#### [What you need to do]
The answer should be one number only, namely how many lines of the records hold the word "drop".

#### [Collected data entries]
####

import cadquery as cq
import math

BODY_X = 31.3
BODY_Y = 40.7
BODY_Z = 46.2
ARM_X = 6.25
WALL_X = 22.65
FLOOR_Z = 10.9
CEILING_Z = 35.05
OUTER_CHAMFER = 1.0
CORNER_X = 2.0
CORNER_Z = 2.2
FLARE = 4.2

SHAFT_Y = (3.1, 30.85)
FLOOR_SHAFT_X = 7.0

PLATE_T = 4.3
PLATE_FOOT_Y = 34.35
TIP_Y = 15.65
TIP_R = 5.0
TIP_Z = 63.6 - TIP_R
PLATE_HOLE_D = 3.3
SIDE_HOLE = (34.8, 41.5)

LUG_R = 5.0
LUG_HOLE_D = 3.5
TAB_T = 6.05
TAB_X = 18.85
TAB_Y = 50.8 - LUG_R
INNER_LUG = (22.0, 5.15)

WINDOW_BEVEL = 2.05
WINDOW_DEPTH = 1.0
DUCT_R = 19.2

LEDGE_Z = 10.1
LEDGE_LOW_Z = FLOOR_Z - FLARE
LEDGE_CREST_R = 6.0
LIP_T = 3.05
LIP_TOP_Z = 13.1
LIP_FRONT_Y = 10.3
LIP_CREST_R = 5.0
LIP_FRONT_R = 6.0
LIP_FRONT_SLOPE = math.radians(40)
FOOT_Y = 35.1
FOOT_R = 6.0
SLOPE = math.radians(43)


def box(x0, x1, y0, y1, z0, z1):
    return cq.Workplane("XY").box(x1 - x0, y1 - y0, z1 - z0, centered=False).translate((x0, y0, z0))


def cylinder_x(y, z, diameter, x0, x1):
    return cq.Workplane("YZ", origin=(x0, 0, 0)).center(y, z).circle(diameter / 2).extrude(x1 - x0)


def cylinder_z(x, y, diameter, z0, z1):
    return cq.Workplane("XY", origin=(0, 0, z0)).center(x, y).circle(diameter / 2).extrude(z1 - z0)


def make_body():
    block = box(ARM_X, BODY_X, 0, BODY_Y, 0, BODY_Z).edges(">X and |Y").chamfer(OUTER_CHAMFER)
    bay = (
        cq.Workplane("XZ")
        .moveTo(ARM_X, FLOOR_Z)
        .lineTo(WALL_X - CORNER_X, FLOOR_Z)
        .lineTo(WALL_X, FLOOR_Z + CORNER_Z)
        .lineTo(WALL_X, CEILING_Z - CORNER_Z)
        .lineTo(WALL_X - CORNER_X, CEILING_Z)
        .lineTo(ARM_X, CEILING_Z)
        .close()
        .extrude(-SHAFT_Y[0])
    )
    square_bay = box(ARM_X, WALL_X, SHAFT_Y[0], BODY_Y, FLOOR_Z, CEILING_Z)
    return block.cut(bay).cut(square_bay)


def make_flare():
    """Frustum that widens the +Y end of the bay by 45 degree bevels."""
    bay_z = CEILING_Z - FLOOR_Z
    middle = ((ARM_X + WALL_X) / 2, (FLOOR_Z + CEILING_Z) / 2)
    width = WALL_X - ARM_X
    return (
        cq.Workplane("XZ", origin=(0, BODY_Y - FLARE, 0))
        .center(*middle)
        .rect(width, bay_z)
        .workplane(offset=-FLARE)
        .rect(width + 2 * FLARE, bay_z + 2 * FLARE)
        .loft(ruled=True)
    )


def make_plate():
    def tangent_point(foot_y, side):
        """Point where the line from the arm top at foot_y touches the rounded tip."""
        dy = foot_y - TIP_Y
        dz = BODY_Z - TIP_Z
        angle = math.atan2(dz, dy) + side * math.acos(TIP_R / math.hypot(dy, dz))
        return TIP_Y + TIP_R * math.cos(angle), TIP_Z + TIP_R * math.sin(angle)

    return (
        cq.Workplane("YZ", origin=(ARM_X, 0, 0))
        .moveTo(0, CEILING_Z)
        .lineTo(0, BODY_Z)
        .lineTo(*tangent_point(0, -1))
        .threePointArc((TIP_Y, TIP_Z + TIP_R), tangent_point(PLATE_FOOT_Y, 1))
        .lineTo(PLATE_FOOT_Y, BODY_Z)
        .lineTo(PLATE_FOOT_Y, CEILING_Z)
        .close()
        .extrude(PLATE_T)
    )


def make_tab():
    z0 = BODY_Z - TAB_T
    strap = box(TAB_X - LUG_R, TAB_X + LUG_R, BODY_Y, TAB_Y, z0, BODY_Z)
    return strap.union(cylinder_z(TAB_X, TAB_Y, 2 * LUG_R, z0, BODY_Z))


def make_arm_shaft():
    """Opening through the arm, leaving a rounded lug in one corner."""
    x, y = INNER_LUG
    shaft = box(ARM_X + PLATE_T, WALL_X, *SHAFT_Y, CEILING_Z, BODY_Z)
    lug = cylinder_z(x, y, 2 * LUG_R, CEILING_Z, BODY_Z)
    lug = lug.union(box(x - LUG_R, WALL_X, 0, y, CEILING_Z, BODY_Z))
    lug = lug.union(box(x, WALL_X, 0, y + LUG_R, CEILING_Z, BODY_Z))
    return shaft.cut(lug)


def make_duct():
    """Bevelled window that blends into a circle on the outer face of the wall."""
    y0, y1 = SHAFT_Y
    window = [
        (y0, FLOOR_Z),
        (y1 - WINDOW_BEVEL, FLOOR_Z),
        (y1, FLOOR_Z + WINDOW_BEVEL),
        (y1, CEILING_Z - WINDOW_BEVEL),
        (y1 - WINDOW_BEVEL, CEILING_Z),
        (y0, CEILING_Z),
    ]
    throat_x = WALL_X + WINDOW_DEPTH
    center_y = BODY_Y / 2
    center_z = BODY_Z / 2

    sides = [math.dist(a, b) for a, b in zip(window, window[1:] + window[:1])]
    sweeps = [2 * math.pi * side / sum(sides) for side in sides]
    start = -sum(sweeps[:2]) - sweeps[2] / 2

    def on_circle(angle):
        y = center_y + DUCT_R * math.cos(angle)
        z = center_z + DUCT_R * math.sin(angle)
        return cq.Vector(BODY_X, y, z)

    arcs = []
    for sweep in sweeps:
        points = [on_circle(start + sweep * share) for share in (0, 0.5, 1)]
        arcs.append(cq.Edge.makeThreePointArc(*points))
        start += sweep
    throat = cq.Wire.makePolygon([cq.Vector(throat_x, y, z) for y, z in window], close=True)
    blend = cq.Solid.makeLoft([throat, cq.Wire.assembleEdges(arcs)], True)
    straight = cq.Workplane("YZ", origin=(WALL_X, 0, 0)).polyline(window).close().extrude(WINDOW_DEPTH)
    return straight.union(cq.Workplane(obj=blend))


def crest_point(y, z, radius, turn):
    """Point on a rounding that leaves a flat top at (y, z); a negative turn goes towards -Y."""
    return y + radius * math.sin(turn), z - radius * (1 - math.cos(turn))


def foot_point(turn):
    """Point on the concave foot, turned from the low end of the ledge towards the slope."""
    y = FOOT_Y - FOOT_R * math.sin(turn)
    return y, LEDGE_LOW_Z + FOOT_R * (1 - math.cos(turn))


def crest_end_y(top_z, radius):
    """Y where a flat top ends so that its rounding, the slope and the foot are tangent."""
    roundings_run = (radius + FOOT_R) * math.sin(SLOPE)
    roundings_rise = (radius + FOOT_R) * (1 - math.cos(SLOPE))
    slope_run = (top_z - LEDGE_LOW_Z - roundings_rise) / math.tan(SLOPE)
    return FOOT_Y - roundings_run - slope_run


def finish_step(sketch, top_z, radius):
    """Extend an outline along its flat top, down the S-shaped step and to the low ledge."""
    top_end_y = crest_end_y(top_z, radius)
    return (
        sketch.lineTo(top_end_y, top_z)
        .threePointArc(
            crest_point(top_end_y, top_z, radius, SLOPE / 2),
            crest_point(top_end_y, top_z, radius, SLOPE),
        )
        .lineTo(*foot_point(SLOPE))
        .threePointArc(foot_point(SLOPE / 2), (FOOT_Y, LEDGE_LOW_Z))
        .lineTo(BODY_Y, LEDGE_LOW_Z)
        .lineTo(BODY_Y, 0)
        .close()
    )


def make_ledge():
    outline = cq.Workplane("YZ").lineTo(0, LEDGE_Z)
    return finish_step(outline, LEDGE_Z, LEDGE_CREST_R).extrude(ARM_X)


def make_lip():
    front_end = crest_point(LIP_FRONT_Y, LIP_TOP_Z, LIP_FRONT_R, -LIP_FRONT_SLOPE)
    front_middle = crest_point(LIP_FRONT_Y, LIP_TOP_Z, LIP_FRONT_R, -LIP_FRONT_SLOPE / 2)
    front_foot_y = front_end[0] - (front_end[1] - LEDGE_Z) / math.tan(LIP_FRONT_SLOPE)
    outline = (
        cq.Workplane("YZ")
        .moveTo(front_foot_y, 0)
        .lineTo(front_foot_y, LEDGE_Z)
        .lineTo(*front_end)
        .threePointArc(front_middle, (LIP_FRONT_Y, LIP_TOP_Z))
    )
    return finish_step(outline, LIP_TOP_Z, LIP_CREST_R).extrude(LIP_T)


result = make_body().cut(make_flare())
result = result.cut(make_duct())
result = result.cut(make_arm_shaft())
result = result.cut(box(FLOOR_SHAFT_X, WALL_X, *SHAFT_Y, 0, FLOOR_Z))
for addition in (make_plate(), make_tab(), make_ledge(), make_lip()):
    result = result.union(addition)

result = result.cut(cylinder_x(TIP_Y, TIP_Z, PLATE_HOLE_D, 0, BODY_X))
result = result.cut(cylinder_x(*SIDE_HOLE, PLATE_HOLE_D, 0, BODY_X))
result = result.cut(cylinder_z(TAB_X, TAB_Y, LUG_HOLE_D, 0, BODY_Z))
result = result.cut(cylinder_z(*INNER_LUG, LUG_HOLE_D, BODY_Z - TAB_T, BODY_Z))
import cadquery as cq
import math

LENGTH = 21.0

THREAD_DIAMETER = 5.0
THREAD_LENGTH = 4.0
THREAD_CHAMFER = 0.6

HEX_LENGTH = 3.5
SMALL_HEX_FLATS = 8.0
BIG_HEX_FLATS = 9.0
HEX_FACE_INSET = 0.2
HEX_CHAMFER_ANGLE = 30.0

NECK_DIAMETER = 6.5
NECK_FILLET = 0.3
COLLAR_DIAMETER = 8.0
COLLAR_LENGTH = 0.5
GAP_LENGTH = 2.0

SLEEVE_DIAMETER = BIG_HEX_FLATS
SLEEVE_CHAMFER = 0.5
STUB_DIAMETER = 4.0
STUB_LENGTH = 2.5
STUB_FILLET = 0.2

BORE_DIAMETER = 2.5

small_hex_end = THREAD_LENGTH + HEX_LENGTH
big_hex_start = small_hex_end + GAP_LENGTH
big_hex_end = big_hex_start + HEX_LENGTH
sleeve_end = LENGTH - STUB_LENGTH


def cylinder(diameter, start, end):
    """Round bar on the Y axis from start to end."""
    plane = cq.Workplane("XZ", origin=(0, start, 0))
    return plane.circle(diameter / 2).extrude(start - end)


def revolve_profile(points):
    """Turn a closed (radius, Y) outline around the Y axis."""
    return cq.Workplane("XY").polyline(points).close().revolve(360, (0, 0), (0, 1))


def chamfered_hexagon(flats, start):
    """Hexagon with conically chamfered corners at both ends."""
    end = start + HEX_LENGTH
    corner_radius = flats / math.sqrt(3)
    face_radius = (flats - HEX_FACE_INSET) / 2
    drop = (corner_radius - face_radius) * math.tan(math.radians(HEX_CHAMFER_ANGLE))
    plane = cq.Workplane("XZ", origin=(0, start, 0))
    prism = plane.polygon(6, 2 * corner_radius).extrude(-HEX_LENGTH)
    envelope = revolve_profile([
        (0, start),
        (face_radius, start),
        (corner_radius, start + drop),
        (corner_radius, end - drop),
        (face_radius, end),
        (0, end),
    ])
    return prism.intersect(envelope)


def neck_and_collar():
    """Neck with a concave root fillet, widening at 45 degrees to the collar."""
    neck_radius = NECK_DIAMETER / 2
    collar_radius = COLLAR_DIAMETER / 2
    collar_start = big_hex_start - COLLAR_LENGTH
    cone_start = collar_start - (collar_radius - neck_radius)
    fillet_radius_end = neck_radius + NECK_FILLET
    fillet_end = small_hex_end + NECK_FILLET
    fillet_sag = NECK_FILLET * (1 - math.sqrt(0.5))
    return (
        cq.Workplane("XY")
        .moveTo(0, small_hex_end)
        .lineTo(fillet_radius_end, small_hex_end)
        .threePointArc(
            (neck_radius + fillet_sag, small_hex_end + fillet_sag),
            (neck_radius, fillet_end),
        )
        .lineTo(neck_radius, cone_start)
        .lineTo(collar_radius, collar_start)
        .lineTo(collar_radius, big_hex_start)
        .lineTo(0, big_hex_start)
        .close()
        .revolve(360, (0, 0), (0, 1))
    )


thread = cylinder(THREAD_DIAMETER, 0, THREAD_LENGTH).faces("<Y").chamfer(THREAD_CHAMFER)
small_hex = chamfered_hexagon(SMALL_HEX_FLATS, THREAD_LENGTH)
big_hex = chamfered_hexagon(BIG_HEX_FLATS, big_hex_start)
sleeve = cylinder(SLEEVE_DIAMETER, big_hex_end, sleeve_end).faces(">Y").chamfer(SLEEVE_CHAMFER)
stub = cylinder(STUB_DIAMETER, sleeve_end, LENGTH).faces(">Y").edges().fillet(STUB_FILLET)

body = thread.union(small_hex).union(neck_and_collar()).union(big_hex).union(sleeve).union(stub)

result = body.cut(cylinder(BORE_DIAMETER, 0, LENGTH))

####

#### [Written response]
3